The lifetimes of batteries are independent exponential random variables, each having parameter λ. A flashlight needs 4 batteries to work. If one has a flashlight and a stockpile of n batteries, what is the expected time that the flashlight can operate?
To find the expected time that the flashlight can operate, we need to calculate the expected value of the minimum lifetime among the four batteries.

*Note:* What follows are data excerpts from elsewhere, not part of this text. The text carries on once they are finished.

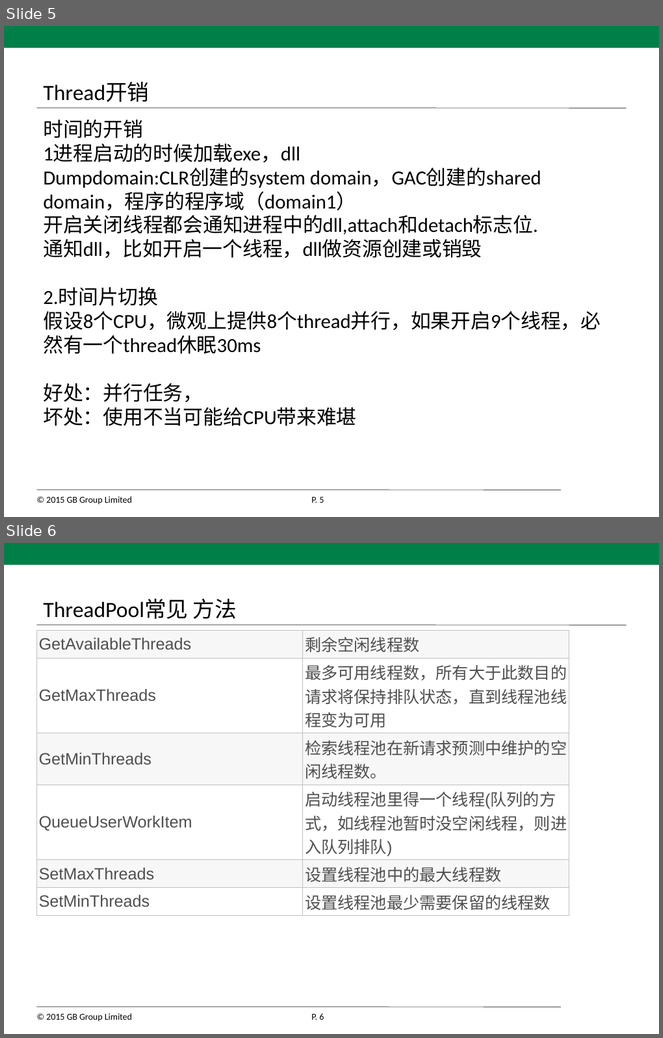
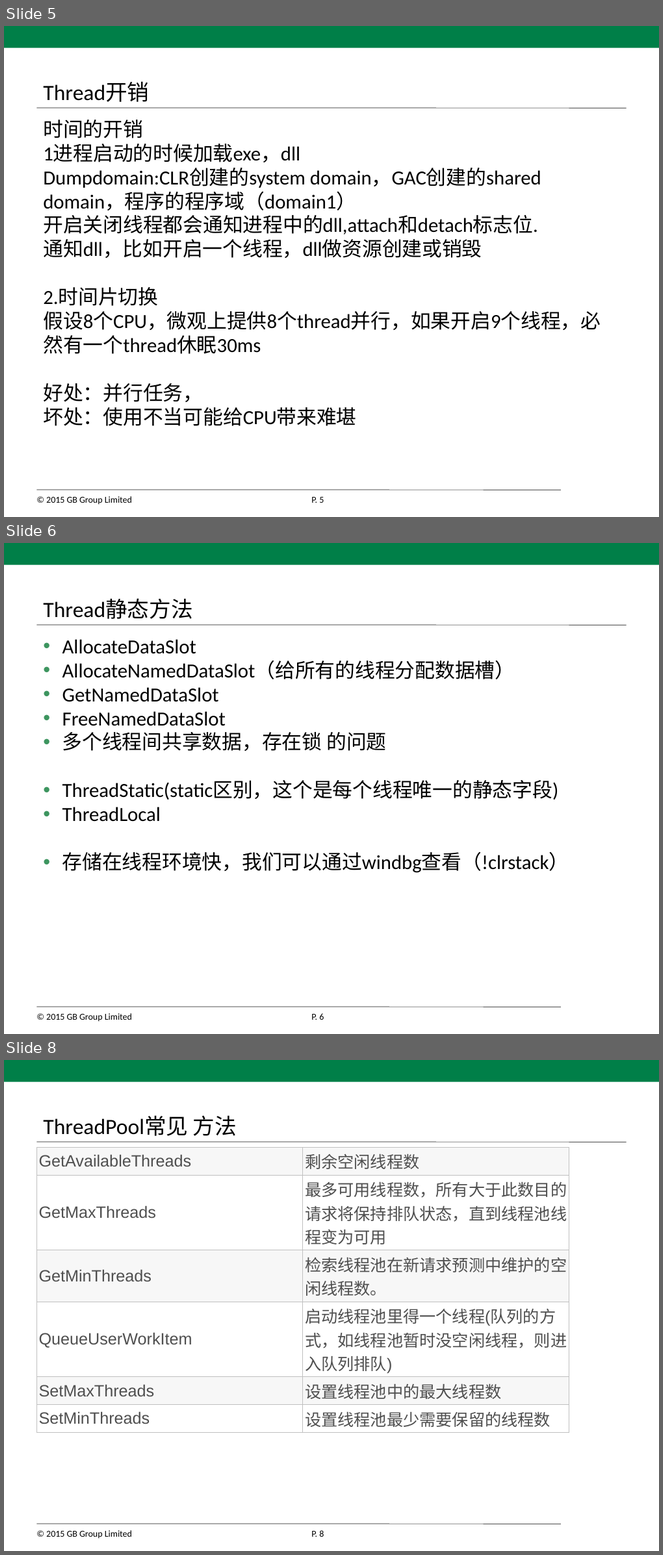
Before and after one commit to xiafeicn/AsyncProgram, a slide deck: 异步编程.pptx. Shown one above the other, each under a label of ours: slides 5 and 6 before the commit, slides 5, 6 and 8 after it; the slides between them are not shown. The pictures are 663x1038 and 663x1555 pixels, drawn with LibreOffice and Linux fonts; fonts in the diff are those of the drawing; background and template pictures are left out. Boxes give left, top, right and bottom in pixels: in the first picture for what was removed or moved away, otherwise in the second. Text is boxed around its words. In the diff, an @@ line names an element or a change of style, - is before the commit and + after.

Commit message:
多线程

```diff
--- a/异步编程.pptx
+++ b/异步编程.pptx
@@ slide 6 added at (4,543,659,1034), background #FFFFFF; not listed: 5 template elements that a slide beside it also shows @@
@@ title added at (43,599,192,619), 24 pt, text #000000 @@
+Thread静态方法
@@ text added at (62,639,570,873), 22 pt, text #000000 @@
+• AllocateDataSlot
+• AllocateNamedDataSlot（给所有的线程分配数据槽）
+• GetNamedDataSlot
+• FreeNamedDataSlot
+• 多个线程间共享数据，存在锁 的问题
+• ThreadStatic(static区别，这个是每个线程唯一的静态字段)
+• ThreadLocal
+• 存储在线程环境快，我们可以通过windbg查看（!clrstack）
@@ what was slide 6 is now slide 8 @@
@@ page number at (311,1531,324,1537): text changed @@
-P. 6
+P. 8
```
Also in this commit, not shown: 1 slide changed, 2 other slides added, 2 other files.

Let's denote the minimum lifetime among the four batteries as X. Since the lifetimes of batteries are independent exponential random variables with parameter λ, the probability density function (PDF) of each individual battery is given by:
f(x) = λ * e^(-λx) for x ≥ 0
The cumulative distribution function (CDF) of each individual battery is given by:
F(x) = 1 - e^(-λx) for x ≥ 0
Now, we know that the minimum lifetime among the four batteries (X) is given by:
X = min(B1, B2, B3, B4)
To find the distribution function of X, we can use the fact that the minimum of exponential random variables follows an exponential distribution with the sum of the parameters λ:
F_X(x) = P(X ≤ x) = 1 - P(X > x) = 1 - P(B1 > x, B2 > x, B3 > x, B4 > x)
Since the lifetimes of the batteries are independent, we can use the fact that the probability of the intersection of independent events is equal to the product of the individual probabilities:
F_X(x) = 1 - P(B1 > x) * P(B2 > x) * P(B3 > x) * P(B4 > x)
Using the cumulative distribution function for each battery:
F_X(x) = 1 - (1 - F(x))^4
Differentiating both sides of the equation with respect to x, we can find the probability density function of X:
f_X(x) = d/dx [F_X(x)] = 4 * (1 - F(x))^3 * f(x)
Since f_X(x) is the probability density function of the minimum lifetime, we can calculate the expected value (E[X]) as follows:
E[X] = ∫[0, ∞] x * f_X(x) dx
Substituting the expression for f_X(x) derived earlier:
E[X] = ∫[0, ∞] x * 4 * (1 - F(x))^3 * f(x) dx
Simplifying this integral will give us the expected time that the flashlight can operate. However, since this is a complex mathematical calculation, it may be easier to approximate the expected value using numerical methods or software.